God’s Own Country Review

God's Own Country
Johnny (Josh O’Connor), the twentysomething son of an ailing sheep farmer (Ian Hart), doesn’t expect much from his life in rural Yorkshire beyond several pints and an anonymous bunk-up. But his perfunctory existence is turned upside-down when Romanian farmhand Gheorghe (Alec Secareanu) arrives for lambing season.

by Terri White |
Published on
Release Date:

01 Sep 2017

Running Time:

104 minutes

Certificate:

15

Original Title:

God’s Own Country

In his poem Moors, Ted Hughes describes that particular part of the Yorkshire landscape as “a stage for the performance of heaven”. It is this Yorkshire, brutal and beautiful, that Francis Lee conjures for his lyrical debut, God’s Own Country.

The film opens on the moors before dawn: an isolated house, silence, then the sound of retching and spitting as farmer’s son Johnny (Josh O’Connor) vomits up beer from the night before.

A stunning love story that in its finest moments is pure poetry.

The starkness of Johnny’s daily life is sketched quickly as he rattles through the basic functions he strings together to make a life: he pukes, eats, pisses, grafts, screws, drinks, sleeps. He sweeps the floor, downs a shot, swallows meat without breathing, has wordless sex in the back of a trailer. His human interaction — casual shagging aside — is limited to stilted chat with an old friend and barked orders and muttered disappointments from his disabled father (Ian Hart) and stern grandmother (Gemma Jones). It’s an existence, barely. And a bleakness that O’Connor powerfully articulates with slight dialogue and subtle physical cues.

The few moments of tenderness are found in nature, with his animals — Johnny’s shoulders sag as he strokes their flanks, whispers softly in their ears. Hughes once wrote he “made the association, somehow, between the world of animals and the ‘real thing’ in human beings”, and Lee ruminates on this absence of ego, with Johnny able to be his true self in these fleeting moments.

Johnny’s rescue, though he doesn’t know he needs it, is in the form of Romanian Gheorghe (Alec Secareanu), who comes to work on the farm for a week. Overnight, Gheorghe introduces warmth to Johnny’s world (and those around him). He makes him taste and touch, breathe and feel. He kisses him softly. He places daffodils on the dining table. When a runt is born, Gheorghe pulls mucus from its mouth, breathing it back to life while Johnny looks on, the scene utterly foreign.

To compare this film to Brokeback Mountain is to be entirely reductive and deny God’s Own Country the credit it so deserves. This is a full-throated, full-hearted gay love story. What it isn’t, necessarily, is a film that explores the politics of gay relationships or the politics of oppression. The fight is not with the exterior world (the bigotry on display is actually Brexit-Britain xenophobia), but the interior world. And it’s in this clattering clash of Johnny’s old reality and the new one opening before him where O’Connor is truly exceptional – “I don’t want to be a fuck-up anymore,” he says, a simple sentiment that becomes utterly devastating in his mouth.

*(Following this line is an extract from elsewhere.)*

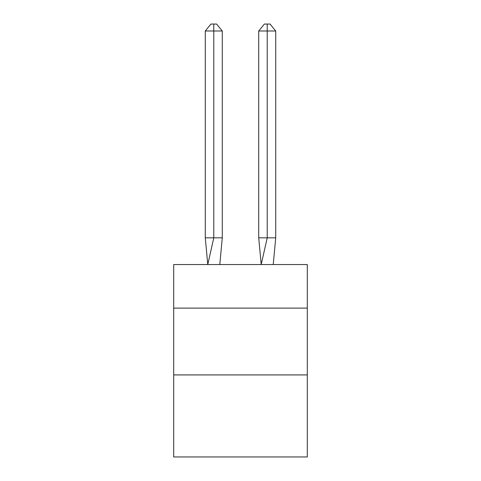 <?xml version="1.0" encoding="UTF-8"?>
<svg xmlns="http://www.w3.org/2000/svg" width="481" height="481" viewBox="0 0 481 481"><rect width="100%" height="100%" fill="white"/><g stroke="black" fill="none" stroke-linecap="round" stroke-linejoin="round"><path stroke-width="0.72" d="M173.695 308.105L307.305 308.105L307.305 264.55L173.695 264.55L173.695 456.95L307.305 456.95L307.305 374.915L173.695 374.915M307.305 374.915L307.305 308.105M222.282 237.83L222.282 30.994L213.78 30.994L213.78 237.83L205.273 237.83L207.768 264.55L213.78 237.83L213.78 30.994L213.78 237.83L213.78 30.994L213.78 237.83L213.78 30.994L213.78 237.83L213.78 30.994L213.78 237.83L213.78 30.994L213.78 237.83L213.78 30.994L213.78 237.83L213.78 30.994L213.78 237.83L213.78 30.994L213.78 237.83L213.78 30.994L213.78 237.83L213.78 30.994L213.78 237.83L213.78 30.994L213.78 237.83L213.78 30.994L213.78 237.83L213.78 30.994L213.78 237.83L213.78 30.994L213.78 237.83L213.78 30.994L213.78 237.83L213.78 30.994L213.78 237.83L213.78 30.994L213.78 237.83L213.78 30.994L213.78 237.83L222.282 237.83L219.793 264.55M213.78 30.994L205.273 30.994L210.943 24.05L213.78 24.05L213.78 237.83M205.273 30.994L205.273 237.83M213.78 24.05L216.612 24.05L222.282 30.994M275.727 237.83L267.22 237.83L267.22 30.994L275.727 30.994L275.727 237.83L273.232 264.55M258.718 237.83L267.22 237.83L261.207 264.55L258.718 237.83L258.718 30.994L264.388 24.05L270.057 24.05L275.727 30.994M267.22 24.05L267.22 30.994L258.718 30.994"/></g></svg>
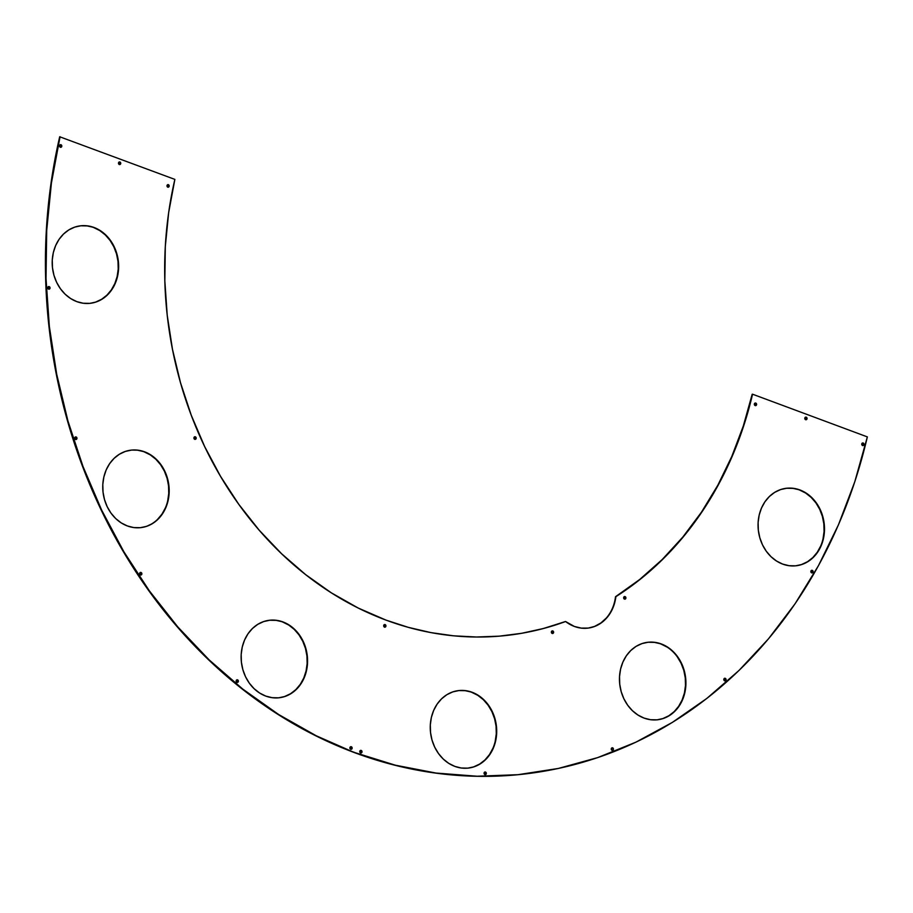 <?xml version="1.0" encoding="UTF-8"?>
<svg xmlns="http://www.w3.org/2000/svg" width="913" height="913" viewBox="0 0 913 913"><rect width="100%" height="100%" fill="white"/><g stroke="black" fill="none" stroke-linecap="round" stroke-linejoin="round"><path stroke-width="1.37" d="M360.373 750.418L361.183 750.429A1.324 1.13 -98.5 0 1 360.601 752.951L359.802 751.285L361.183 750.429L361.982 752.095L360.601 752.951A1.324 1.13 -98.5 0 1 361.183 750.429L360.818 750.486A1.324 1.13 81.5 0 0 360.509 750.418M60.68 147.301A1.324 1.13 81.5 0 0 60.589 144.779L60.966 144.722A1.324 1.13 -98.5 0 1 60.372 147.244L59.573 145.578L60.966 144.722L61.753 146.388L60.372 147.244A1.324 1.13 -98.5 0 1 60.966 144.722L60.589 144.779A1.324 1.13 81.5 0 0 60.292 144.71M48.389 286.614L49.199 286.614A1.324 1.13 -98.5 0 1 48.617 289.136L47.818 287.469L49.199 286.614L49.998 288.28L48.617 289.136A1.324 1.13 -98.5 0 1 49.199 286.614L48.834 286.671A1.324 1.13 81.5 0 0 48.526 286.602M811.474 570.351L812.273 570.351A1.324 1.13 -98.5 0 1 811.691 572.873L810.892 571.207L812.273 570.351L813.072 572.017L811.691 572.873A1.324 1.13 -98.5 0 1 812.273 570.351L811.908 570.408A1.324 1.13 81.5 0 0 811.6 570.351M862.888 445.601A1.324 1.13 81.5 0 0 862.808 443.067L863.173 443.01A1.324 1.13 -98.5 0 1 862.58 445.533L861.781 443.866L863.173 443.01L863.972 444.677L862.58 445.533A1.324 1.13 -98.5 0 1 863.173 443.01L862.808 443.067A1.324 1.13 81.5 0 0 862.5 442.999M168.095 187.245A1.324 1.13 81.5 0 0 168.015 184.711L168.38 184.666A1.324 1.13 -98.5 0 1 167.787 187.176L166.988 185.51L167.935 184.597L169.179 186.332L167.787 187.176A1.324 1.13 -98.5 0 1 168.38 184.666L168.015 184.711A1.324 1.13 81.5 0 0 167.707 184.654M194.549 436.813L195.348 436.813A1.324 1.13 -98.5 0 1 194.766 439.336L193.967 437.669L195.348 436.813L196.147 438.48L194.766 439.336A1.324 1.13 -98.5 0 1 195.348 436.813L194.983 436.871A1.324 1.13 81.5 0 0 194.674 436.802M384.818 627.185A1.324 1.13 81.5 0 0 384.738 624.652L385.103 624.595A1.324 1.13 -98.5 0 1 384.51 627.117L383.711 625.451L385.103 624.595L385.902 626.261L384.51 627.117A1.324 1.13 -98.5 0 1 385.103 624.595L384.738 624.652A1.324 1.13 81.5 0 0 384.43 624.595M624.264 596.6L625.063 596.6A1.324 1.13 -98.5 0 1 624.481 599.122L623.682 597.456L625.063 596.6L625.861 598.266L624.481 599.122A1.324 1.13 -98.5 0 1 625.063 596.6L624.697 596.657A1.324 1.13 81.5 0 0 624.389 596.588M755.473 405.657A1.324 1.13 81.5 0 0 755.382 403.124L755.759 403.067A1.324 1.13 -98.5 0 1 755.165 405.589L754.366 403.923L755.759 403.067L756.546 404.733L755.165 405.589A1.324 1.13 -98.5 0 1 755.759 403.067L755.382 403.124A1.324 1.13 81.5 0 0 755.085 403.067M75.323 436.95L76.121 436.962A1.324 1.13 -98.5 0 1 75.539 439.484L74.74 437.818L76.121 436.962L76.92 438.628L75.539 439.484A1.324 1.13 -98.5 0 1 76.121 436.962L75.756 437.019A1.324 1.13 81.5 0 0 75.459 436.95M724.431 678.325L725.242 678.325A1.324 1.13 -98.5 0 1 724.648 680.847L723.849 679.181L725.242 678.325L726.04 679.991L724.648 680.847A1.324 1.13 -98.5 0 1 725.242 678.325L724.876 678.382A1.324 1.13 81.5 0 0 724.568 678.313M140.739 575.042A1.324 1.13 81.5 0 0 140.659 572.519L141.024 572.462A1.324 1.13 -98.5 0 1 140.442 574.985L139.643 573.318L141.024 572.462L141.823 574.129L140.442 574.985A1.324 1.13 -98.5 0 1 141.024 572.462L140.659 572.519A1.324 1.13 81.5 0 0 140.351 572.451M612.349 750.406A1.324 1.13 81.5 0 0 612.269 747.873L612.634 747.827A1.324 1.13 -98.5 0 1 612.041 750.338L611.219 749.185L612.189 747.758L613.433 749.493L612.041 750.338A1.324 1.13 -98.5 0 1 612.634 747.827L612.269 747.873A1.324 1.13 81.5 0 0 611.961 747.815M237.266 682.433A1.324 1.13 81.5 0 0 237.175 679.911L237.551 679.854A1.324 1.13 -98.5 0 1 236.958 682.376L236.159 680.71L237.551 679.854L238.339 681.52L236.958 682.376A1.324 1.13 -98.5 0 1 237.551 679.854L237.175 679.911A1.324 1.13 81.5 0 0 236.878 679.843M485.202 774.635A1.324 1.13 81.5 0 0 485.123 772.101L485.488 772.044A1.324 1.13 -98.5 0 1 484.894 774.566L484.095 772.9L485.488 772.044L486.287 773.71L484.894 774.566A1.324 1.13 -98.5 0 1 485.488 772.044L485.123 772.101A1.324 1.13 81.5 0 0 484.814 772.033M350.501 746.754L351.311 746.754A1.324 1.13 -98.5 0 1 350.718 749.276L349.93 747.61L351.311 746.754L352.11 748.42L350.718 749.276A1.324 1.13 -98.5 0 1 351.311 746.754L350.946 746.811A1.324 1.13 81.5 0 0 350.638 746.743M805.939 419.775A1.324 1.13 81.5 0 0 805.848 417.241L806.213 417.184A1.324 1.13 -98.5 0 1 805.631 419.706L804.832 418.04L806.213 417.184L807.012 418.85L805.631 419.706A1.324 1.13 -98.5 0 1 806.213 417.184L805.848 417.241A1.324 1.13 81.5 0 0 805.54 417.184M119.626 164.568A1.324 1.13 81.5 0 0 119.535 162.046L119.9 161.989A1.324 1.13 -98.5 0 1 119.318 164.511L118.519 162.845L119.9 161.989L120.699 163.655L119.318 164.511A1.324 1.13 -98.5 0 1 119.9 161.989L119.535 162.046A1.324 1.13 81.5 0 0 119.226 161.978M552.491 633.519A1.324 1.13 81.5 0 0 552.411 630.986L552.776 630.929A1.324 1.13 -98.5 0 1 552.194 633.451L551.395 631.785L552.776 630.929L553.575 632.595L552.194 633.451A1.324 1.13 -98.5 0 1 552.776 630.929L552.411 630.986A1.324 1.13 81.5 0 0 552.103 630.929M588.588 628.03A39.065 33.085 81.5 0 0 615.51 596.725L615.876 596.668A39.065 33.085 -98.5 0 1 588.771 628.007A39.065 33.085 -98.5 0 1 574.345 626.444L565.581 621.525A351.551 297.798 -98.5 0 1 515.993 634.215A351.551 297.798 -98.5 0 1 386.131 620.155L386.131 620.155A351.551 297.798 -98.5 0 1 174.862 179.393L59.699 136.767A491.262 416.157 81.5 0 0 354.917 752.791L355.283 752.734A491.262 416.157 -98.5 0 1 60.064 136.71L51.402 183.114L46.7 230.521L46.015 278.465L49.348 326.477L56.674 374.113L67.916 420.904L82.969 466.406L101.685 510.173L123.894 551.794L149.367 590.859L177.864 626.991L209.111 659.859L242.812 689.121L278.648 714.514L316.252 735.787L354.917 752.791A491.262 416.157 81.5 0 0 536.239 772.466M269.666 620.247L276.183 620.372L282.973 621.936A39.065 33.085 -98.5 0 1 307.544 662.598A39.065 33.085 -98.5 0 1 280.154 697.635A39.065 33.085 -98.5 0 1 265.717 696.071L259.623 693.024L254.099 688.676L249.34 683.186L245.551 676.773L242.869 669.674L241.397 662.165L241.18 654.53L242.253 647.066L244.547 640.07L247.994 633.793L252.456 628.486L257.751 624.355L263.686 621.559L270.031 620.189L276.548 620.326L282.973 621.936L289.067 624.983L294.591 629.331L299.35 634.809L303.139 641.234L305.821 648.333L307.293 655.842L307.51 663.477L306.437 670.941L304.143 677.937L300.697 684.214L296.234 689.52L290.939 693.652L285.004 696.448L278.659 697.817L272.142 697.68L265.717 696.071A39.065 33.085 -98.5 0 1 241.146 655.408A39.065 33.085 -98.5 0 1 268.548 620.372A39.065 33.085 -98.5 0 1 282.973 621.936L282.608 621.993A39.065 33.085 81.5 0 0 268.342 620.406M137.795 450.257L144.596 451.821A39.065 33.085 -98.5 0 1 169.167 492.472A39.065 33.085 -98.5 0 1 141.766 527.509A39.065 33.085 -98.5 0 1 127.341 525.945L121.246 522.909L115.711 518.561L110.964 513.072L107.175 506.658L104.493 499.548L103.021 492.039L102.804 484.415L103.877 476.951L106.17 469.944L109.617 463.678L114.079 458.372L119.375 454.24L125.309 451.433L131.655 450.075L138.171 450.2L144.596 451.821L150.691 454.857L156.214 459.205L160.973 464.694L164.762 471.108L167.444 478.218L168.916 485.727L169.122 493.351L168.06 500.815L165.767 507.822L162.32 514.087L157.858 519.394L152.562 523.526L146.628 526.333L140.282 527.691L133.766 527.566L127.341 525.945A39.065 33.085 -98.5 0 1 102.77 485.294A39.065 33.085 -98.5 0 1 130.16 450.257A39.065 33.085 -98.5 0 1 144.596 451.821L144.231 451.878A39.065 33.085 81.5 0 0 129.966 450.292M458.794 690.57L465.31 690.707L472.101 692.259A39.065 33.085 -98.5 0 1 496.683 732.922A39.065 33.085 -98.5 0 1 469.282 767.959A39.065 33.085 -98.5 0 1 454.857 766.395L448.762 763.359L443.227 759.011L438.48 753.522L434.691 747.096L431.997 739.998L430.525 732.488L430.32 724.854L431.381 717.401L433.686 710.394L437.133 704.117L441.584 698.81L446.879 694.679L452.814 691.883L459.171 690.513L465.676 690.65L472.101 692.259L478.195 695.307L483.73 699.655L488.478 705.144L492.267 711.558L494.96 718.657L496.432 726.166L496.638 733.801L495.576 741.265L493.271 748.261L489.825 754.537L485.374 759.844L480.078 763.976L474.132 766.783L467.787 768.141L461.282 768.016L454.857 766.395A39.065 33.085 -98.5 0 1 430.274 725.732A39.065 33.085 -98.5 0 1 457.675 690.707A39.065 33.085 -98.5 0 1 472.101 692.259L471.736 692.316A39.065 33.085 81.5 0 0 457.47 690.73M80.743 225.796L87.249 225.933L94.05 227.485A39.065 33.085 -98.5 0 1 118.622 268.148A39.065 33.085 -98.5 0 1 91.22 303.184A39.065 33.085 -98.5 0 1 76.795 301.621L70.7 298.585L65.165 294.237L60.418 288.748L56.629 282.322L53.947 275.224L52.475 267.714L52.258 260.079L53.331 252.616L55.625 245.62L59.071 239.343L63.533 234.036L68.829 229.905L74.763 227.109L81.109 225.739L87.614 225.876L94.05 227.485L100.145 230.533L105.668 234.881L110.427 240.37L114.216 246.784L116.898 253.882L118.37 261.392L118.576 269.027L117.515 276.491L115.221 283.487L111.774 289.763L107.312 295.07L102.016 299.202L96.082 302.009L89.736 303.367L83.22 303.242L76.795 301.621A39.065 33.085 -98.5 0 1 52.224 260.958A39.065 33.085 -98.5 0 1 79.614 225.933A39.065 33.085 -98.5 0 1 94.05 227.485L93.685 227.542A39.065 33.085 81.5 0 0 79.42 225.956M648.002 642.261L654.518 642.398L661.309 643.95A39.065 33.085 -98.5 0 1 685.891 684.613A39.065 33.085 -98.5 0 1 658.49 719.649A39.065 33.085 -98.5 0 1 644.064 718.086L637.97 715.05L632.435 710.702L627.688 705.213L623.899 698.787L621.205 691.689L619.733 684.179L619.528 676.544L620.589 669.081L622.894 662.085L626.341 655.808L630.792 650.501L636.087 646.37L642.033 643.574L648.378 642.204L654.883 642.341L661.309 643.95L667.403 646.997L672.938 651.346L677.686 656.835L681.475 663.249L684.168 670.347L685.64 677.857L685.846 685.492L684.784 692.956L682.479 699.951L679.032 706.228L674.581 711.535L669.286 715.666L663.34 718.474L656.995 719.832L650.49 719.706L644.064 718.086A39.065 33.085 -98.5 0 1 619.482 677.423A39.065 33.085 -98.5 0 1 646.883 642.398A39.065 33.085 -98.5 0 1 661.309 643.95L660.944 644.007A39.065 33.085 81.5 0 0 646.678 642.421M786.595 488.261L793.1 488.398L799.902 489.95A39.065 33.085 -98.5 0 1 824.473 530.613A39.065 33.085 -98.5 0 1 797.072 565.649A39.065 33.085 -98.5 0 1 782.646 564.086L776.552 561.039L771.017 556.69L766.269 551.212L762.481 544.787L759.799 537.689L758.326 530.179L758.11 522.544L759.182 515.08L761.476 508.085L764.923 501.808L769.385 496.501L774.681 492.369L780.615 489.573L786.96 488.204L793.465 488.341L799.902 489.95L805.996 492.997L811.52 497.345L816.279 502.835L820.068 509.249L822.75 516.347L824.222 523.857L824.428 531.492L823.366 538.955L821.072 545.951L817.626 552.228L813.163 557.535L807.868 561.666L801.934 564.462L795.588 565.832L789.072 565.695L782.646 564.086A39.065 33.085 -98.5 0 1 758.075 523.423A39.065 33.085 -98.5 0 1 785.465 488.387A39.065 33.085 -98.5 0 1 799.902 489.95L799.537 490.007A39.065 33.085 81.5 0 0 785.271 488.421M515.777 634.25A351.551 297.798 81.5 0 0 565.215 621.582L543.863 628.406L521.688 633.291L499.171 636.167L476.449 637.012L453.647 635.825L430.913 632.606L408.362 627.368L386.131 620.155L358.204 608.035L331.293 592.811L305.661 574.642L281.546 553.7L259.189 530.191L238.795 504.341L220.569 476.392L204.683 446.617L191.285 415.301L180.512 382.741L172.466 349.268L167.216 315.179L164.831 280.827L165.31 246.521L168.665 212.603L174.862 179.393L59.699 136.767L51.037 183.171L46.335 230.578L45.65 278.511L48.982 326.534L56.309 374.17L67.551 420.961L82.604 466.463L101.32 510.23L123.529 551.851L149.002 590.916L177.499 627.048L208.746 659.905L242.447 689.178L278.271 714.571L315.887 735.844L354.917 752.791L394.987 765.254L435.718 773.117L476.723 776.29L517.591 774.749L536.57 772.409M543.497 628.464L565.581 621.525A39.065 33.085 -98.5 0 0 574.345 626.444L581.284 628.121L588.292 628.076L595.071 626.295L601.302 622.871L606.723 617.941L611.071 611.744L614.175 604.543L615.876 596.668L640.047 579.447L662.564 559.486L683.221 536.97L701.823 512.113L718.2 485.157L732.192 456.329L743.684 425.915L752.552 394.199L867.35 436.893A491.262 416.157 -98.5 0 1 536.753 772.387A491.262 416.157 -98.5 0 1 355.283 752.734L395.352 765.197L436.083 773.06L477.088 776.233L517.956 774.692L558.3 768.461L597.741 757.585L635.893 742.178L672.379 722.388L706.867 698.399L739.016 670.45L768.506 638.803L795.075 603.767L818.447 565.683L838.408 524.907L854.762 481.836L867.35 436.893L752.552 394.199A351.551 297.798 -98.5 0 1 615.876 596.668L615.51 596.725A351.551 297.798 81.5 0 0 752.186 394.256L743.319 425.972L731.827 456.386L717.835 485.202L701.458 512.17L682.856 537.027L662.199 559.543L639.682 579.504L615.51 596.725M606.358 617.998L600.937 622.928L594.705 626.352M360.897 753.008A1.324 1.13 81.5 0 0 360.818 750.486L361.651 751.639L361.091 752.917M60.589 144.779L61.422 145.932L60.863 147.21M48.914 289.193A1.324 1.13 81.5 0 0 48.834 286.671L49.656 287.823L49.108 289.101M811.988 572.942A1.324 1.13 81.5 0 0 811.908 570.408L812.741 571.561L812.182 572.85M862.808 443.067L863.63 444.22L862.659 445.647M168.015 184.711L168.837 185.864L168.277 187.154M195.062 439.393A1.324 1.13 81.5 0 0 194.983 436.871L195.816 438.023L195.256 439.301M384.738 624.652L385.537 626.318L384.59 627.231M624.789 599.179A1.324 1.13 81.5 0 0 624.697 596.657L625.531 597.81L624.971 599.088M755.382 403.124L756.215 404.276L755.656 405.566M75.847 439.541A1.324 1.13 81.5 0 0 75.756 437.019L76.589 438.172L76.03 439.45M724.956 680.904A1.324 1.13 81.5 0 0 724.876 678.382L725.698 679.534L725.139 680.813M140.659 572.519L141.492 573.672L140.933 574.95M612.269 747.873L613.091 749.025L612.543 750.315M237.175 679.911L238.008 681.064L237.448 682.342M485.123 772.101L485.921 773.768L484.974 774.681M351.026 749.333A1.324 1.13 81.5 0 0 350.946 746.811L351.767 747.964L351.208 749.253M805.848 417.241L806.681 418.394L806.122 419.683M119.535 162.046L120.368 163.199L119.808 164.488M552.411 630.986L553.244 632.138L552.685 633.428M279.949 697.658A39.065 33.085 81.5 0 0 307.179 662.553A39.065 33.085 81.5 0 0 282.608 621.993L288.702 625.028L294.226 629.377L298.985 634.866L302.774 641.291L305.456 648.39L306.928 655.899L307.145 663.534L306.072 670.987L303.778 677.994L300.331 684.271L295.869 689.577L290.574 693.709L284.639 696.505M141.572 527.543A39.065 33.085 81.5 0 0 168.802 492.438A39.065 33.085 81.5 0 0 144.231 451.878L150.325 454.914L155.849 459.262L160.608 464.751L164.397 471.165L167.079 478.264L168.551 485.784L168.757 493.408L167.695 500.872M165.39 507.879L161.955 514.145L157.493 519.451M469.088 767.981A39.065 33.085 81.5 0 0 496.318 732.877A39.065 33.085 81.5 0 0 471.736 692.316L477.83 695.364L483.365 699.712L488.113 705.201L491.902 711.615L494.584 718.714L496.067 726.223L496.273 733.858L495.2 741.322M492.906 748.318L489.459 754.595L485.008 759.901L479.702 764.033L473.767 766.829M91.026 303.207A39.065 33.085 81.5 0 0 118.256 268.102A39.065 33.085 81.5 0 0 93.685 227.542L99.779 230.59L105.303 234.938L110.062 240.427L113.851 246.841L116.533 253.94L118.005 261.449L118.211 269.084L117.149 276.548L114.844 283.544L111.409 289.82L106.947 295.127L101.651 299.259L95.717 302.055M658.296 719.672A39.065 33.085 81.5 0 0 685.526 684.567A39.065 33.085 81.5 0 0 660.944 644.007L667.038 647.055M677.32 656.892L681.109 663.306L683.803 670.404L685.275 677.914L685.48 685.549L684.419 693.013L682.114 700.009L678.667 706.285L674.216 711.592L668.909 715.724L662.975 718.52M796.878 565.672A39.065 33.085 81.5 0 0 824.108 530.567A39.065 33.085 81.5 0 0 799.537 490.007L805.631 493.054L811.155 497.402L815.914 502.88L819.703 509.306L822.385 516.404L823.857 523.914L824.062 531.549L823.001 539.012M820.696 546.008L817.261 552.285L812.798 557.592L807.503 561.723L801.568 564.519"/></g></svg>

Ultimately, it’s about the transformative power of love. Not simply between Johnny and Gheorghe, but Johnny and his family (the scenes with Ian Hart are beautifully observed).

It’s a stunning debut from Lee, who confidently eschews high drama and seismic change writ large in favour of delicately drawn shifts that carefully, quietly devastate the heart.

A dig into the nature of humanity from a director already fluent in the language of brutality and tenderness. A stunning love story that in its finest moments is pure poetry.